Fratelli d’Italia resta non soltanto il primo partito al 29%, ma aumenta dello 0,2 rispetto a due settimane fa (20 luglio). Il Partito Democratico è stabile al 20,1%, il Movimento Cinque Stelle cresce dello 0,2 e arriva al 16%. Continuando: Lega al 9,2% (-0,2), Forza Italia al 7,4% (-0,2), Azione stabile al 3,7%, Verdi-Sinistra sempre al 3,2%, Italia Viva al 2,9% (-0,1), +Europa al 2,3% (-0,1). Poi tutti gli altri partiti. Non cambia praticamente nulla e questo significa che l’orientamento politico è radicato negli elettori, perlomeno in questa fase.
LA STRIGLIATA DI GIORGIA
Eppure Giorgia Meloni, premier e leader di Fratelli d’Italia, ha strigliato la maggioranza ieri, in occasione degli auguri di buona vacanze. L’incidente parlamentare sul via libera alla “patrimoniale” ha mandato su tutte le furie il presidente del consiglio. “Della patrimoniale di Fratoianni ne parliamo fra dieci anni. Ma come si fa? Bastava vedere il nome”, ha detto. Proseguendo: “Dobbiamo stare più attenti, coordinarci meglio perché non ci siano scollamenti tra Parlamento e Governo e per non commettere altre leggerezze ed errori superficiali”. Un ragionamento effettuato, come racconta Il Corriere della Sera, alla presenza dei vicepremier Tajani e Salvini e dei capigruppo Foti, Malan, Barelli, Ronzulli, Molinari e Romeo. Ha affermato la Meloni: “Dobbiamo leggere con più attenzione gli ordini del giorno che arrivano da sinistra perché congegnati per metterci in difficoltà. Occhio ai temi che ci danneggiano perché fanno infuriare gli italiani, come i vitalizi e l’aumento degli stipendi ai deputati”.
LA BONIFICA DELLA VALLE DEL SACCO
I parlamentari di Fratelli d’Italia Massimo Ruspandini, Paolo Pulciani e Aldo Mattia hanno inviato una lettera al viceministro dell’ambiente Vannia Gava per sollecitare un incontro interdipartimentale tra il Ministero, la commissione ambiente e la Regione Lazio. Per avviare le opere di bonifica del Sito di interesse nazionale del bacino del fiume Sacco.
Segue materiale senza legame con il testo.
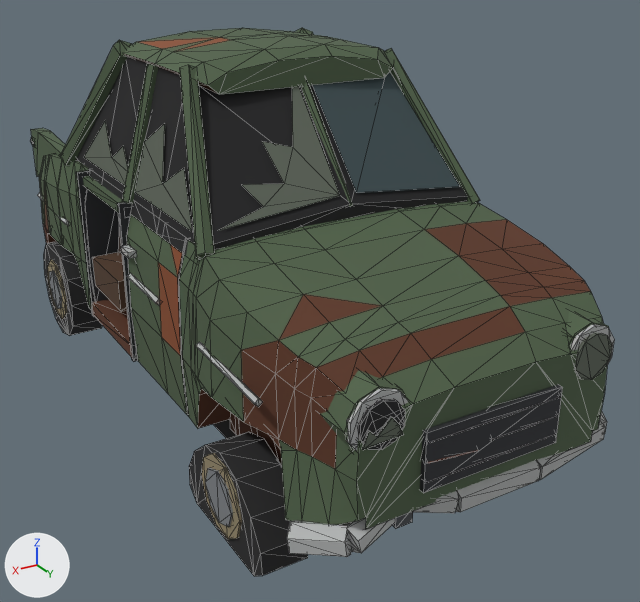
The FBX model Assets/Art/Models/car_sedan_green.fbx: old version first, new version second.
Before and after are seen from a 50 mm camera at (2.42, 4.75, 2.84) aimed at (-0.21, 0.36, 0.64). Lighting does not change. The marker at lower left points along +X, +Y and +Z. The picture after the commit comes second. Mesh edges are drawn as thin lines. Where no turn or scale is listed for an object, it has been applied to the vertices.

Names of what the first picture shows: 'car_sedan_green'.
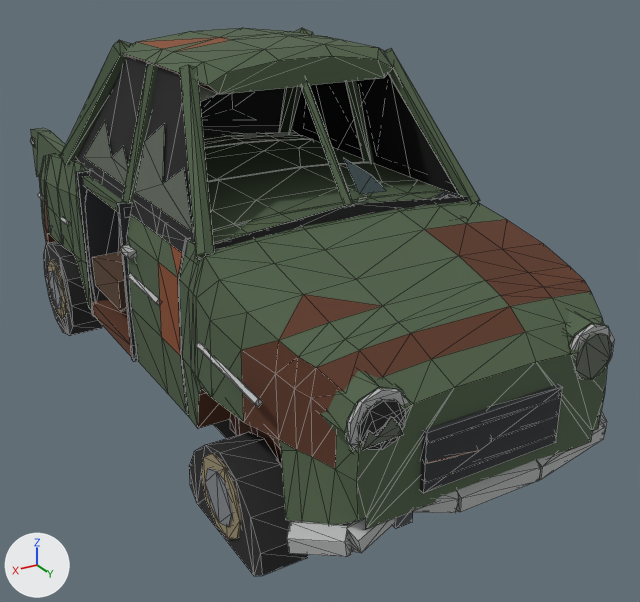
Pixel boxes (x1, y1, x2, y2) of what changed, in the pictures (640 x 602 px):
part 1 of me_car_sedan_green_001, cut back (mostly hidden afterwards): before (199, 72, 467, 244); after (199, 85, 462, 198)

Patch to the scene script:
```diff
--- a/Assets/Art/Models/car_sedan_green.fbx.py
+++ b/Assets/Art/Models/car_sedan_green.fbx.py
@@ me_car_sedan_green_001 @@
 # used by ob_car_sedan_green; location = (0.0, 0.0, 0.0)
-me_car_sedan_green_001.from_pydata(...)  # 1485 vertices, 2421 faces; spans x -0.99..1.0, y -2.24..2.23, z 0.0..2.21
+me_car_sedan_green_001.from_pydata(...)  # 1717 vertices, 2825 faces; spans x -0.99..1.0, y -2.24..2.23, z 0.0..2.21
+# me_car_sedan_green_001 part 1
+# 12 vertices are removed from x -0.75..0.75, y 0.47..0.99, z 1.46..2.12
+# 16 faces are deleted
+# 188 vertices are added at x -0.83..0.71, y -0.36..1.22, z 0.66..2.07
+# 23 new vertices lie (0.0, 0.0, 0.08) away from vertices in x -0.71..0.71, y -0.27..0.99, z 0.69..1.19
+# 15 new vertices lie (0.0, 0.0, 0.39) away from vertices in x -0.64..0.64, y -0.36..-0.21, z 0.76
+# 6 new vertices lie (0.44, 0.0, 0.0) away from vertices in x -0.61..0.17, y -0.32..-0.24, z 0.73..1.19
+# 6 new vertices lie (0.51, 0.0, 0.0) away from vertices in x -0.63, y 0.76..1.22, z 1.19..1.35
+# 6 new vertices lie (0.0, 0.17, 0.1) away from vertices in x -0.67..-0.63, y 0.81..0.83, z 1.15..1.19
+# 420 new faces join them
 me_car_sedan_green_001.materials.append(mat_ss_atlas)
```

Iniziativa importante, ma va ricordato che da sempre sul territorio Fratelli d’Italia, sotto la guida di Massimo Ruspandini, è in trincea sul più importante dei temi ambientali: l’inquinamento della Valle del Sacco. Gli odori nauseabondi che hanno ammorbato (e ammorbano) Ceccano, Patrica, Supino e una parte di Frosinone vanno avanti da anni. La schiuma, i pesci morti e la devastazione del Sacco hanno caratterizzato i momenti più bui della storia di questa provincia. Risposte vere non sono mai arrivate, men che meno negli ultimi dieci anni di Regione a guida centrosinistra. Senza una effettiva bonifica della Valle del Sacco è impossibile parlare di rilancio della Ciociaria. Nessuna impresa di questo territorio ha le capacità economiche per bonificare il sito dove insiste la propria realtà. Le rigide norme previste dal Sin vanno contro il buon senso e penalizzano sul nascere le aziende. Non soltanto andrebbe completamente rivista la perimetrazione, ma anche il sistema di assegnazione dei fondi per la bonifica. Altrimenti la Ciociaria rischia di arrivare ultima ancora una volta. E’ su questi aspetti pratici che bisogna intervenire. C’è poi il Piano di risanamento della qualità dell’aria elaborato dalla passata Amministrazione regionale. Anche su quello le associazioni di categoria lanciarono l’allarme per una indicazione di aree rosse e verdi non calate sulle effettive situazioni dei singoli territori. La sfida della bonifica della Valle del Sacco dovrebbe ripristinare il primato delle evidenze scientifiche. Non dei pregiudizi ideologici.